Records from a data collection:
══════

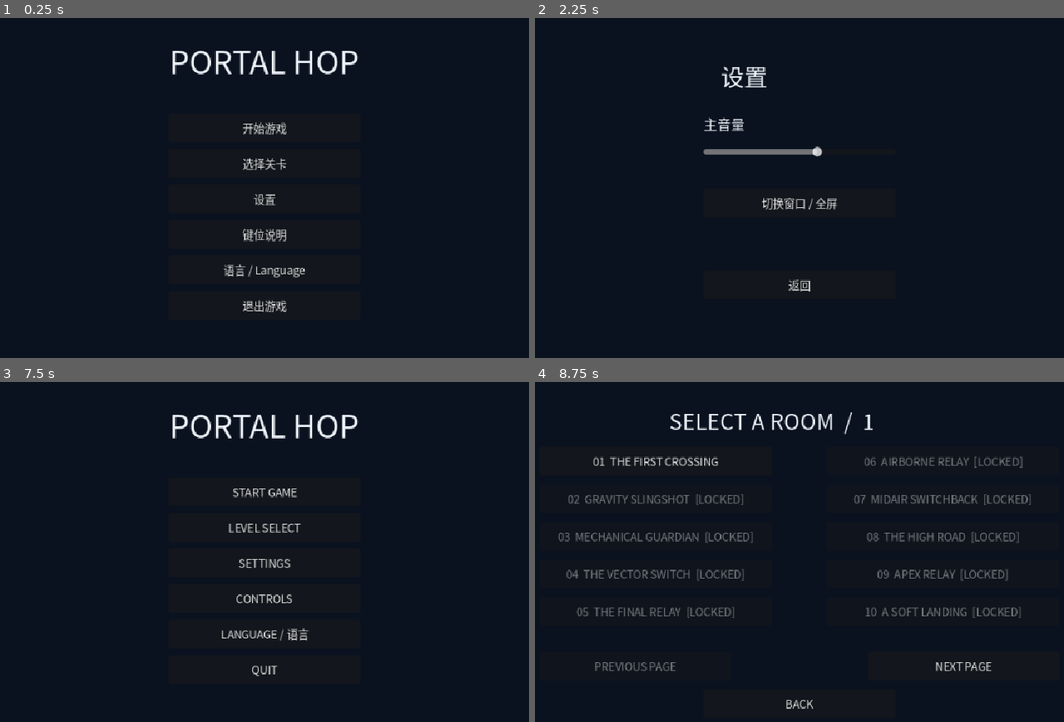
Above: before the commit, frames 1-4 (two rows, left to right).
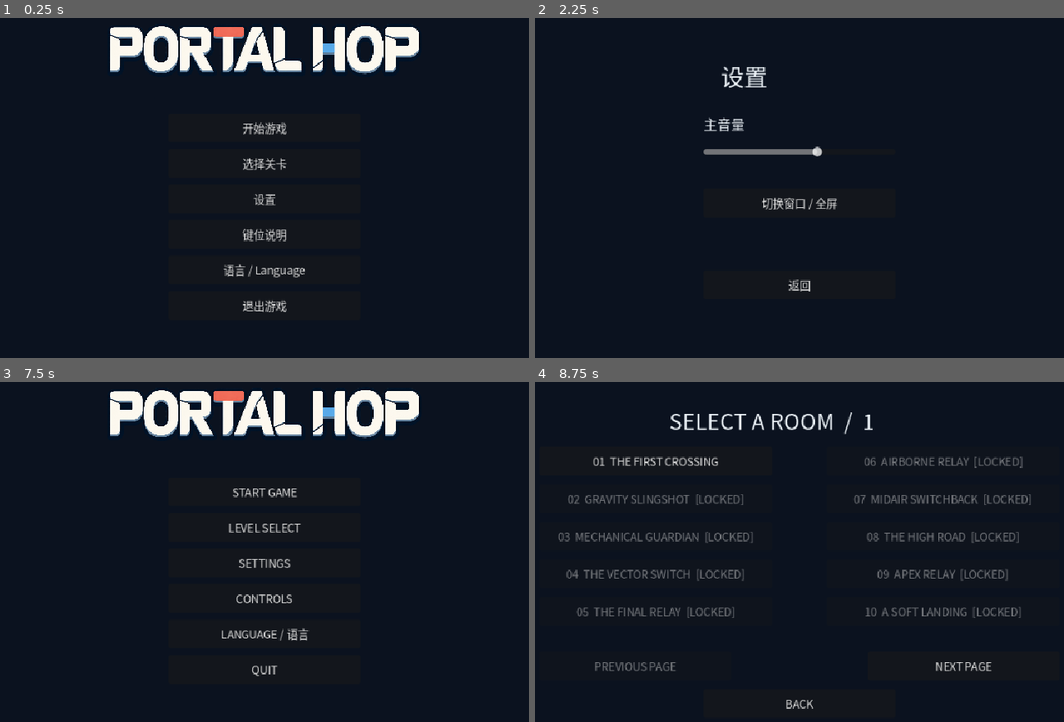
Above: after the commit, the same moments.

Repository: ackinick3/portal-hop
Game: Godot game, scene res://scenes/main.tscn
Same seed, same stepped clock (60 frames per second), same inputs: the game is played once before the commit and once after it.
Inputs:
- Up to frame 1 (0.25 s): no input
- Up to frame 2 (2.25 s): click "选择关卡" at 0.5 s; click "返回" at 1.25 s; click "设置" at 2 s
- Up to frame 3 (7.5 s): click "返回" at 2.75 s; click "键位说明" at 3.5 s; click "返回" at 4.25 s; click "语言 / Language" at 5 s; click "简体中文 ✓" at 5.75 s; click "English" at 6.5 s; click "BACK" at 7.25 s
- Up to frame 4 (8.75 s): click "LEVEL SELECT" at 8 s

The runs differ from the first frame. In frame 1, 5.1% of the frame differs, in the area x 20-80%, y 2-17%; in frame 2, nothing differs; in frame 3, 5.1%; in frame 4, nothing differs.

Commit message:
release: Portal Hop 1.1 with centered title artwork

Diff:
--- a/project.godot
+++ b/project.godot
@@ -11,7 +11,7 @@
 [application]
 
 config/name="Portal Hop"
-config/version="1.0"
+config/version="1.1"
 run/main_scene="res://scenes/main.tscn"
 config/features=PackedStringArray("4.7")
 
--- a/scenes/main.gd
+++ b/scenes/main.gd
@@ -104,9 +104,14 @@
 	get_tree().paused = true
 	clear_panel()
 	backdrop()
-	var title := label_at("PORTAL HOP",Vector2(0,58),46)
-	title.size.x = 960
-	title.horizontal_alignment = HORIZONTAL_ALIGNMENT_CENTER
+	var title := TextureRect.new()
+	title.expand_mode = TextureRect.EXPAND_IGNORE_SIZE
+	title.texture = load("res://assets/menu-title.png")
+	title.position = Vector2(180,0)
+	title.size = Vector2(600,160)
+	title.stretch_mode = TextureRect.STRETCH_KEEP_ASPECT_CENTERED
+	title.mouse_filter = Control.MOUSE_FILTER_IGNORE
+	panel.add_child(title)
 	button("START GAME",Vector2(340,170),func(): start_level(0))
 	button("LEVEL SELECT",Vector2(340,222),level_select)
 	button("SETTINGS",Vector2(340,274),settings)
--- a/tests/localization.gd
+++ b/tests/localization.gd
@@ -26,7 +26,7 @@
 	game.persistence_enabled = false
 	root.add_child(game)
 	check(game.language == "zh_CN","Fresh game defaults to Simplified Chinese")
-	check(ProjectSettings.get_setting("application/config/version","") == "1.0","Release version is 1.0")
+	check(ProjectSettings.get_setting("application/config/version","") == "1.1","Release version is 1.1")
 	check(find_button(game,"START GAME").text == "开始游戏","Default menu renders Chinese")
 	check(find_button(game,"LANGUAGE / 语言") != null,"Language entry exists on main menu")
 	var legacy := ConfigFile.new()
Binary file added: assets/menu-title.png
Not shown, added: assets/menu-title.png.import
Not shown, changed: docs/build-manifest.txt
Binary file changed: docs/v1-en-menu.png
Binary file changed: docs/v1-zh_CN-menu.png
Not shown, changed: export_presets.cfg
Not shown, changed: installer/说明.txt
Not shown, changed: PROJECT_STATE.md
Not shown, changed: README.md
Not shown, added: docs/superpowers/plans/2026-10-26-v11-github-release.md
Not shown, changed: docs/v1-export.log
Not shown, added: docs/v11-build.log
(and 16 more such lines)
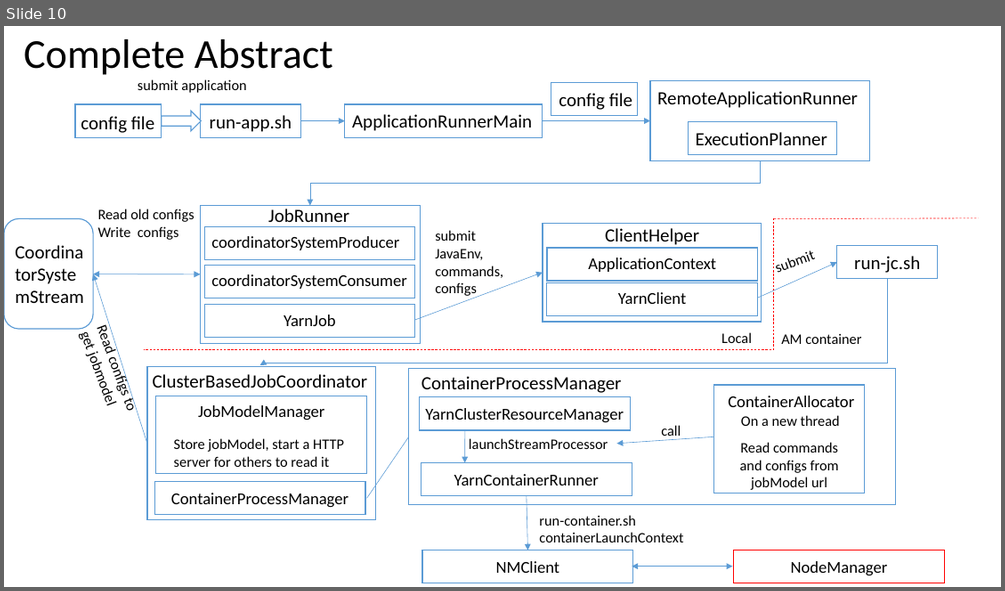
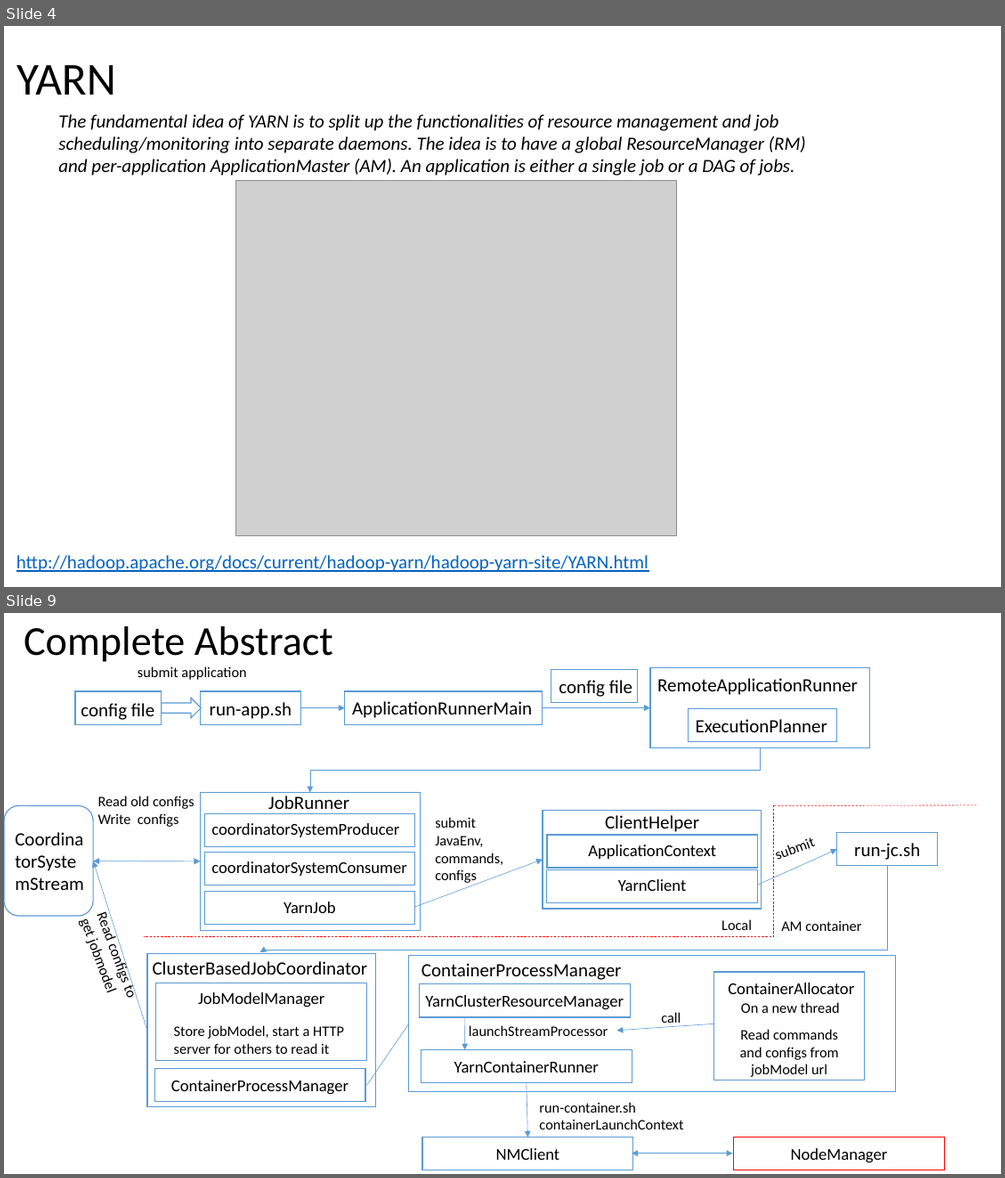
Before and after one commit to Swrrt/Samza-Documents, a slide deck: Documentation/SamzaStructure.pptx. Shown one above the other, each under a label of ours: slide 10 before the commit, slides 4 and 9 after it; the slides between them are not shown. The pictures are 1005x591 and 1005x1178 pixels, drawn with LibreOffice and Linux fonts; fonts in the diff are those of the drawing; grey boxes stand for pictures. Boxes give left, top, right and bottom in pixels: in the first picture for what was removed or moved away, otherwise in the second. Text is boxed around its words. In the diff, an @@ line names an element or a change of style, - is before the commit and + after.

Commit message:
Re-organizing; YARN's introduction completed

```diff
--- a/Documentation/SamzaStructure.pptx
+++ b/Documentation/SamzaStructure.pptx
@@ slide 4 added at box(4, 26, 1001, 587), background #FFFFFF @@
@@ title added at box(16, 65, 116, 95), 44 pt, text #000000 @@
+YARN
@@ text added at box(58, 114, 806, 176), 18 pt, text #000000, italic @@
+The fundamental idea of YARN is to split up the functionalities of resource management and job scheduling/monitoring into separate daemons. The idea is to have a global ResourceManager (RM) and per-application ApplicationMaster (AM). An application is either a single job or a DAG of jobs.
@@ picture added at box(235, 181, 677, 535) @@
@@ text added at box(16, 555, 648, 572), 18 pt, text #0563C1, underline @@
+http://hadoop.apache.org/docs/current/hadoop-yarn/hadoop-yarn-site/YARN.html
@@ what was slide 10 is now slide 9 @@
```
Also in this commit, not shown: 9 slides changed, 5 other slides added.
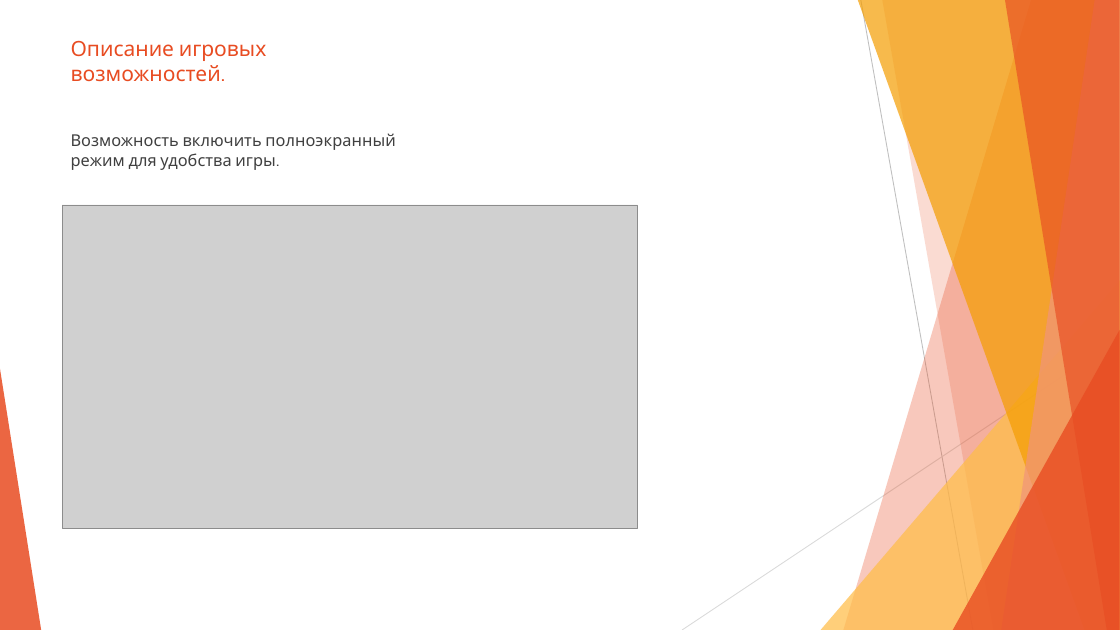
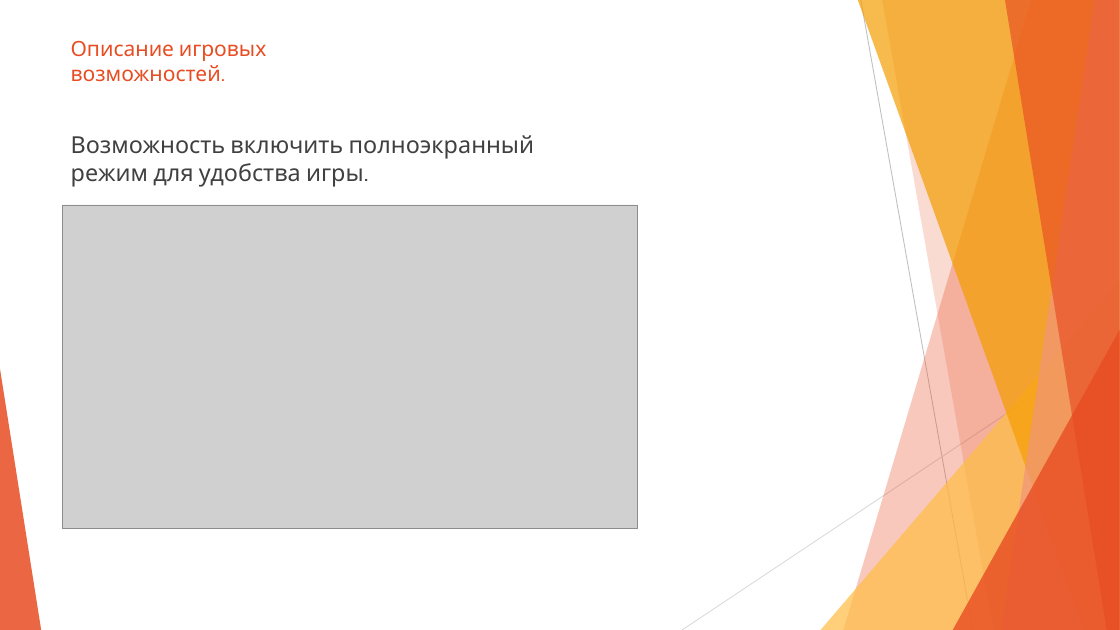
Before and after one commit to arta159/roguelite, a slide deck: slide 10 of Проект Roguelite.pptx (slide 8 before the commit). Drawn at 1120x630 pixels with LibreOffice and Linux fonts; fonts in the diff are those of the drawing; grey boxes stand for pictures. Boxes give left, top, right and bottom in pixels: in the first picture for what was removed or moved away, otherwise in the second. Text is boxed around its words. In the diff, an @@ line names an element or a change of style, - is before the commit and + after.

```diff
--- a/Проект Roguelite.pptx
+++ b/Проект Roguelite.pptx
@@ text "Возможность включить полноэкранный режим для ..." at <box>71,135,535,187</box>: size 14 to 20 pt @@
```
Also in this commit, not shown: 5 other slides changed, 3 slides added.

══════

- _The problem_: Print the data exactly as written, dropping any images it holds.

- _Output for this exercise_:
Above: before the commit, frames 1-4 (two rows, left to right).
Above: after the commit, the same moments.

Repository: ackinick3/portal-hop
Game: Godot game, scene res://scenes/main.tscn
Same seed, same stepped clock (60 frames per second), same inputs: the game is played once before the commit and once after it.
Inputs:
- Up to frame 1 (0.25 s): no input
- Up to frame 2 (2.25 s): click "选择关卡" at 0.5 s; click "返回" at 1.25 s; click "设置" at 2 s
- Up to frame 3 (7.5 s): click "返回" at 2.75 s; click "键位说明" at 3.5 s; click "返回" at 4.25 s; click "语言 / Language" at 5 s; click "简体中文 ✓" at 5.75 s; click "English" at 6.5 s; click "BACK" at 7.25 s
- Up to frame 4 (8.75 s): click "LEVEL SELECT" at 8 s

The runs differ from the first frame. In frame 1, 5.1% of the frame differs, in the area x 20-80%, y 2-17%; in frame 2, nothing differs; in frame 3, 5.1%; in frame 4, nothing differs.

Commit message:
release: Portal Hop 1.1 with centered title artwork

Diff:
--- a/project.godot
+++ b/project.godot
@@ -11,7 +11,7 @@
 [application]
 
 config/name="Portal Hop"
-config/version="1.0"
+config/version="1.1"
 run/main_scene="res://scenes/main.tscn"
 config/features=PackedStringArray("4.7")
 
--- a/scenes/main.gd
+++ b/scenes/main.gd
@@ -104,9 +104,14 @@
 	get_tree().paused = true
 	clear_panel()
 	backdrop()
-	var title := label_at("PORTAL HOP",Vector2(0,58),46)
-	title.size.x = 960
-	title.horizontal_alignment = HORIZONTAL_ALIGNMENT_CENTER
+	var title := TextureRect.new()
+	title.expand_mode = TextureRect.EXPAND_IGNORE_SIZE
+	title.texture = load("res://assets/menu-title.png")
+	title.position = Vector2(180,0)
+	title.size = Vector2(600,160)
+	title.stretch_mode = TextureRect.STRETCH_KEEP_ASPECT_CENTERED
+	title.mouse_filter = Control.MOUSE_FILTER_IGNORE
+	panel.add_child(title)
 	button("START GAME",Vector2(340,170),func(): start_level(0))
 	button("LEVEL SELECT",Vector2(340,222),level_select)
 	button("SETTINGS",Vector2(340,274),settings)
--- a/tests/localization.gd
+++ b/tests/localization.gd
@@ -26,7 +26,7 @@
 	game.persistence_enabled = false
 	root.add_child(game)
 	check(game.language == "zh_CN","Fresh game defaults to Simplified Chinese")
-	check(ProjectSettings.get_setting("application/config/version","") == "1.0","Release version is 1.0")
+	check(ProjectSettings.get_setting("application/config/version","") == "1.1","Release version is 1.1")
 	check(find_button(game,"START GAME").text == "开始游戏","Default menu renders Chinese")
 	check(find_button(game,"LANGUAGE / 语言") != null,"Language entry exists on main menu")
 	var legacy := ConfigFile.new()
Binary file added: assets/menu-title.png
Not shown, added: assets/menu-title.png.import
Not shown, changed: docs/build-manifest.txt
Binary file changed: docs/v1-en-menu.png
Binary file changed: docs/v1-zh_CN-menu.png
Not shown, changed: export_presets.cfg
Not shown, changed: installer/说明.txt
Not shown, changed: PROJECT_STATE.md
Not shown, changed: README.md
Not shown, added: docs/superpowers/plans/2026-10-26-v11-github-release.md
Not shown, changed: docs/v1-export.log
Not shown, added: docs/v11-build.log
(and 16 more such lines)
Before and after one commit to Swrrt/Samza-Documents, a slide deck: Documentation/SamzaStructure.pptx. Shown one above the other, each under a label of ours: slide 10 before the commit, slides 4 and 9 after it; the slides between them are not shown. The pictures are 1005x591 and 1005x1178 pixels, drawn with LibreOffice and Linux fonts; fonts in the diff are those of the drawing; grey boxes stand for pictures. Boxes give left, top, right and bottom in pixels: in the first picture for what was removed or moved away, otherwise in the second. Text is boxed around its words. In the diff, an @@ line names an element or a change of style, - is before the commit and + after.

Commit message:
Re-organizing; YARN's introduction completed

```diff
--- a/Documentation/SamzaStructure.pptx
+++ b/Documentation/SamzaStructure.pptx
@@ slide 4 added at box(4, 26, 1001, 587), background #FFFFFF @@
@@ title added at box(16, 65, 116, 95), 44 pt, text #000000 @@
+YARN
@@ text added at box(58, 114, 806, 176), 18 pt, text #000000, italic @@
+The fundamental idea of YARN is to split up the functionalities of resource management and job scheduling/monitoring into separate daemons. The idea is to have a global ResourceManager (RM) and per-application ApplicationMaster (AM). An application is either a single job or a DAG of jobs.
@@ picture added at box(235, 181, 677, 535) @@
@@ text added at box(16, 555, 648, 572), 18 pt, text #0563C1, underline @@
+http://hadoop.apache.org/docs/current/hadoop-yarn/hadoop-yarn-site/YARN.html
@@ what was slide 10 is now slide 9 @@
```
Also in this commit, not shown: 9 slides changed, 5 other slides added.
Before and after one commit to arta159/roguelite, a slide deck: slide 10 of Проект Roguelite.pptx (slide 8 before the commit). Drawn at 1120x630 pixels with LibreOffice and Linux fonts; fonts in the diff are those of the drawing; grey boxes stand for pictures. Boxes give left, top, right and bottom in pixels: in the first picture for what was removed or moved away, otherwise in the second. Text is boxed around its words. In the diff, an @@ line names an element or a change of style, - is before the commit and + after.

```diff
--- a/Проект Roguelite.pptx
+++ b/Проект Roguelite.pptx
@@ text "Возможность включить полноэкранный режим для ..." at <box>71,135,535,187</box>: size 14 to 20 pt @@
```
Also in this commit, not shown: 5 other slides changed, 3 slides added.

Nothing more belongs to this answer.